Ring your bank and tell them the situation it's a short term situation and they will try and help you if they can, if you haven't had problems affording the mortgage before most likely they will be sympathetic to your problem! 

Get well soons


----------



## Jimbobp (15 May 2008)

If the bank does allow you a payment holiday it will probably be only a once off. You should look into an income protection policy after you go back to work. You're in a fairly precarious situation as the only breadwinner in the family and a policy like this will give you peace of mind and protection if you're out of work longterm. (I'm a broker by the way, but I'm sure others will advise the same)

Best of luck


----------



## TheBlock (15 May 2008)

I'm unsure if IIB give mortgage breaks. I don't believe they do but they do allow you go interest only for a period if that is of any help. Best bet is to contcat as soon as possible and explian your situation.


----------



## And76 (15 May 2008)

I'd also try and speak with work, no good to work or your family if its making you sick!!


----------



## dutz (21 May 2008)

contact iib straight away as you dont want this to affect your credit rating


----------



## sarryan1 (28 May 2008)

thanks all. i did contact iibthey were v slow in getting back to me and when they did they said they couldnt help me with payment break , aslo i have been to the HSE twice before and no help from them either


----------



## annR (29 May 2008)

Is there anything your employer can do for you?  It may be worth your while looking around at other jobs to see if they have better conditions or if you could earn the same on less hours.  Other employers may make better provisions for sick leave too.


----------



## Rose (29 May 2008)

Have you tried MABS, they are usually very helpful and well worth calling to them


----------



## Flax (29 May 2008)

I don't mean to be stating the obvious, but going forward it would be a good idea to start saving a bit of money every month so this kind of situation won't happen again.


----------



## PM1234 (29 May 2008)

sarryan1 said:


> thanks all. i did contact iibthey were v slow in getting back to me and when they did they said they couldnt help me with payment break , aslo i have been to the HSE twice before and no help from them either



Did you ask about going interest only for a couple of months? Although I'm unsure if this will be of much help if you are really struggling. 
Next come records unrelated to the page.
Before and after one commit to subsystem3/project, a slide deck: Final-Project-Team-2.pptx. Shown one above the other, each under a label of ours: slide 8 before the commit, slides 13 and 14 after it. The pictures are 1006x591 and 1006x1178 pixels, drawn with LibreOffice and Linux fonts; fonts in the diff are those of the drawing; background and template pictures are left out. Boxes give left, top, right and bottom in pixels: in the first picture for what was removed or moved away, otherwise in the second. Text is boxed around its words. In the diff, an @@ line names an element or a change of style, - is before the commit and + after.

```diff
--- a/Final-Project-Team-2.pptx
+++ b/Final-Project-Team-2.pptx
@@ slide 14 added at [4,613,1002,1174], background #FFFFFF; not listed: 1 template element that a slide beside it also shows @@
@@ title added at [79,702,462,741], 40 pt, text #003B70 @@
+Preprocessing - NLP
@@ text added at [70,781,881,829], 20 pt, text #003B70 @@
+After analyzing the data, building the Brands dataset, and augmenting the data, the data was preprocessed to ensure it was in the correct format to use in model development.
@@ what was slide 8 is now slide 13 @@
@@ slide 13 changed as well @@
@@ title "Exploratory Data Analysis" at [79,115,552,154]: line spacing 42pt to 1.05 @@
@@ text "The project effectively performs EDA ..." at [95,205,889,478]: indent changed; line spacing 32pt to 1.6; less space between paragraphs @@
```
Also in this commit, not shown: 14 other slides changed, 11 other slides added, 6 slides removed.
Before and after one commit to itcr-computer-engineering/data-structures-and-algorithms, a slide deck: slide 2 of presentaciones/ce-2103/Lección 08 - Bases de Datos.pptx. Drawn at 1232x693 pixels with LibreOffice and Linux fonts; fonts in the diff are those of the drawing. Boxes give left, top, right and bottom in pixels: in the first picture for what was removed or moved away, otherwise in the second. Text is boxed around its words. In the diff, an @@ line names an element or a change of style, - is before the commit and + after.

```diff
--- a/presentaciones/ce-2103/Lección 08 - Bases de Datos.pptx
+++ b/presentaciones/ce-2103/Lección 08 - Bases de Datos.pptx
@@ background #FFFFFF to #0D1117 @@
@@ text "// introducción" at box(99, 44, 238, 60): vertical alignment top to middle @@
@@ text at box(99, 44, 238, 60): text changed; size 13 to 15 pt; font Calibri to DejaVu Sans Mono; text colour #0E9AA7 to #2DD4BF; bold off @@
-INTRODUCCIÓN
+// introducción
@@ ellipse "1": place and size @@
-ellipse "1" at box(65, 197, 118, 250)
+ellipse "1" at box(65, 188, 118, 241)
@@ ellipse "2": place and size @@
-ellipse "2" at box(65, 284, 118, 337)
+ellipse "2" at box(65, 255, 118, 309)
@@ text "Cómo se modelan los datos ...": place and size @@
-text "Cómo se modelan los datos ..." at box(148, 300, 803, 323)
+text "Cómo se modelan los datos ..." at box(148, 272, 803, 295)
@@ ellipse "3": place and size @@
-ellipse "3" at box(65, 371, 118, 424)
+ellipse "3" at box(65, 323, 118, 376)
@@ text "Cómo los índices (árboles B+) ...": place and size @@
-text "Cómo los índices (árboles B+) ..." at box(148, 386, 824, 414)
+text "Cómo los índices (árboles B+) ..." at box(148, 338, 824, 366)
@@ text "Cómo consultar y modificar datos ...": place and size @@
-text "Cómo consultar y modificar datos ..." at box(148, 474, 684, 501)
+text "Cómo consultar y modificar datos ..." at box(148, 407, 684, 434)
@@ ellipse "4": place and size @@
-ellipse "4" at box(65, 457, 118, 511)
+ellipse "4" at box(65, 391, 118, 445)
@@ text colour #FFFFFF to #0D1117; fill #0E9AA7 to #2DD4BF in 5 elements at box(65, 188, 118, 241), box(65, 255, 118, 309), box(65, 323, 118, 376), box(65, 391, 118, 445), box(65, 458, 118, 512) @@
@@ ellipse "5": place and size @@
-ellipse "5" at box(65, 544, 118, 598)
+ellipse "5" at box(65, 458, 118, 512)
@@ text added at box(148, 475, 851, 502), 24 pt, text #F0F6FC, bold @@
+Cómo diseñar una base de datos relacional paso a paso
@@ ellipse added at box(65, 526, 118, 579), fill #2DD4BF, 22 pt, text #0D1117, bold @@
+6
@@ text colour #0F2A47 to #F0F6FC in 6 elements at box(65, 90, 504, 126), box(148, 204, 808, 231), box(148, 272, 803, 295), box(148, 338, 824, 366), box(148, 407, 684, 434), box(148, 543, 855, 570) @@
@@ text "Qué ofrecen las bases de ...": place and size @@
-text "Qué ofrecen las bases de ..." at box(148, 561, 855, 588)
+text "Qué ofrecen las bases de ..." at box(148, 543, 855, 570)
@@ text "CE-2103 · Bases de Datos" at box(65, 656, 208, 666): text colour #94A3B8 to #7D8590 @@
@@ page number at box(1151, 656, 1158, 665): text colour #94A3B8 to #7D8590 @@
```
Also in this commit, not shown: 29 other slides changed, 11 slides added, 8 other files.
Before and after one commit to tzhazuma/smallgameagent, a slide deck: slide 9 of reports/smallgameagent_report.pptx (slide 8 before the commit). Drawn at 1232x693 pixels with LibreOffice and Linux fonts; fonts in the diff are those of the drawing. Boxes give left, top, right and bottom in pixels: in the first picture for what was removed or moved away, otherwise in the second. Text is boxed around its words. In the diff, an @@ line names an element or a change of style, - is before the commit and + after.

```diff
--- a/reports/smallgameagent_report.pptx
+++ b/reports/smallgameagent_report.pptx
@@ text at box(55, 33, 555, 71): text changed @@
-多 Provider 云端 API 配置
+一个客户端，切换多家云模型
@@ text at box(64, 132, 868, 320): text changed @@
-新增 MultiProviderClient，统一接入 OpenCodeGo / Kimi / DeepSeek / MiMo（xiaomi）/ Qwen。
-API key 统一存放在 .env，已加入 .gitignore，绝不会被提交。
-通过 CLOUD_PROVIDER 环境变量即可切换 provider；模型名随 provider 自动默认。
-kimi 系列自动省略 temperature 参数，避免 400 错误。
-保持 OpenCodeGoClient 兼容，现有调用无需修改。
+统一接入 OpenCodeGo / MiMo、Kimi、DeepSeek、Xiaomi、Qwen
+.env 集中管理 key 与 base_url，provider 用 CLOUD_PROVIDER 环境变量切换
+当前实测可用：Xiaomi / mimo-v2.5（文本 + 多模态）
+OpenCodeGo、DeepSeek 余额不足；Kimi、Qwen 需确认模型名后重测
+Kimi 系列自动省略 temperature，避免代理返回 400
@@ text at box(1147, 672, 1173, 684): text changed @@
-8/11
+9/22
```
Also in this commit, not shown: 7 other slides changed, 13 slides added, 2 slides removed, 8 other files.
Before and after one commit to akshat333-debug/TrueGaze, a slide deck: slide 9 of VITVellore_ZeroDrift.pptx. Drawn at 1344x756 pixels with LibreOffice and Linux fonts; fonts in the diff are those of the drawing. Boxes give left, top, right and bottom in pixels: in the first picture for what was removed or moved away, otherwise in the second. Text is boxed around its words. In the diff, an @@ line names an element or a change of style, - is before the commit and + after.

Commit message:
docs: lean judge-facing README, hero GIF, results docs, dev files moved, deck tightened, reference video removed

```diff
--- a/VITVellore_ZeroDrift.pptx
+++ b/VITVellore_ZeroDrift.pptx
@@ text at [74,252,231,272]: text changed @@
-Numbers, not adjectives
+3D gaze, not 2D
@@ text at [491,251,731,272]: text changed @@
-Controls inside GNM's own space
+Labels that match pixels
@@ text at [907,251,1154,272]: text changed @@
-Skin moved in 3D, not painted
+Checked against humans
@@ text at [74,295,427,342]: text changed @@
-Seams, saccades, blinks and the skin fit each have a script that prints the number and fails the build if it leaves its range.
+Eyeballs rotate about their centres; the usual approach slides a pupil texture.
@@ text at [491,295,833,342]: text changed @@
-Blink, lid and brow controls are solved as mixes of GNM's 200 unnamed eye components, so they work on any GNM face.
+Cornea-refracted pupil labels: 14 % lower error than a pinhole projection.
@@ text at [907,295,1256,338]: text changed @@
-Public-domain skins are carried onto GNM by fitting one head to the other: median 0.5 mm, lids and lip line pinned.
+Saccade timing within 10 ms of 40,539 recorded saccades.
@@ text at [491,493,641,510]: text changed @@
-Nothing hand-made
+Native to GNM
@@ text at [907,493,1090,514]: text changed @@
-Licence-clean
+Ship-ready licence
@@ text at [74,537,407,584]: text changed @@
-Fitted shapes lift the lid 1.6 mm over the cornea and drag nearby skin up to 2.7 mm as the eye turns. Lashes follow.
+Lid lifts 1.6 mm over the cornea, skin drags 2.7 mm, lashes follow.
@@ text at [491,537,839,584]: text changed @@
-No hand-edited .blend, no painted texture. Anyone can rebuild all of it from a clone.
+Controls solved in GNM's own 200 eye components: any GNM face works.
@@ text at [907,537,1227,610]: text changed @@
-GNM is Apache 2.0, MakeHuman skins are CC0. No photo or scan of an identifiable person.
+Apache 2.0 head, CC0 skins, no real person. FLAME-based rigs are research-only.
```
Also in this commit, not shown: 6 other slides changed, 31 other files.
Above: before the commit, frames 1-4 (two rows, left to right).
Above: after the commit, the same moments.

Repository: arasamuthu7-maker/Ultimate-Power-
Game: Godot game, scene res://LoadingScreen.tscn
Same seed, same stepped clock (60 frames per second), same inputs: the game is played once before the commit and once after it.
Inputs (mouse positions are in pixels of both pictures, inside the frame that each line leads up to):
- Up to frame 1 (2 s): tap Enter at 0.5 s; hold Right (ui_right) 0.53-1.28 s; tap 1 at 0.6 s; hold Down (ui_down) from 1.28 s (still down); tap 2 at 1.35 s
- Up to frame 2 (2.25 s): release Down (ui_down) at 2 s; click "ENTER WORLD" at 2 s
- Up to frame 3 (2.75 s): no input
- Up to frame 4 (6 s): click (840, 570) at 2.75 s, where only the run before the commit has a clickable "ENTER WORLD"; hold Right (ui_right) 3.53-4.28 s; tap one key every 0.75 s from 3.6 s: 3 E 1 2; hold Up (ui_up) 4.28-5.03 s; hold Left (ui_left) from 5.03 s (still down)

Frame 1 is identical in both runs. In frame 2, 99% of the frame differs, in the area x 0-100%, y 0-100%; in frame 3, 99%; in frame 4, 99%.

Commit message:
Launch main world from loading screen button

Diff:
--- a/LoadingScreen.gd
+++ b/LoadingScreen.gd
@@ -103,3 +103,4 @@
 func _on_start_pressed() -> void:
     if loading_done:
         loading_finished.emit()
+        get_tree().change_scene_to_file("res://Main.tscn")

It might be worth giving the head office of IIB a call and asking them if you could come to some sort of 'arrangement' for short term reduced payments.    Lenders should try to help in some way if they see you are trying. It is important to take some measures before missed payments affect your credit rating.  Let us know how you get on.


----------



## mug (7 Aug 2008)

What you need to get is a moratorium ie.a break from your mortgage. We got one from iib last year because my husband had to have an emergency transplant. I wish you luck as my experience of dealing with them was not a positive experience.


----------



## z101 (7 Aug 2008)

write a very complete letter to manager of customer service of 'Head' Office. explain FULLY your situation - emphasing your temporary health issue and how normally its not a problem to pay. I would emphasise that this very temporary but unfortunate situation can be easily dealt with, but could also get out of control if 'someone' does afford you some understanding. Tell them you have exhausted all avenues and ask for their suggestions. I think under the current climate, and if your letter can reach the right person, their protocol on giving breaks might be tested..


----------



## LadyJane (8 Aug 2008)

Flax said:


> I don't mean to be stating the obvious, but going forward it would be a good idea to start saving a bit of money every month so this kind of situation won't happen again.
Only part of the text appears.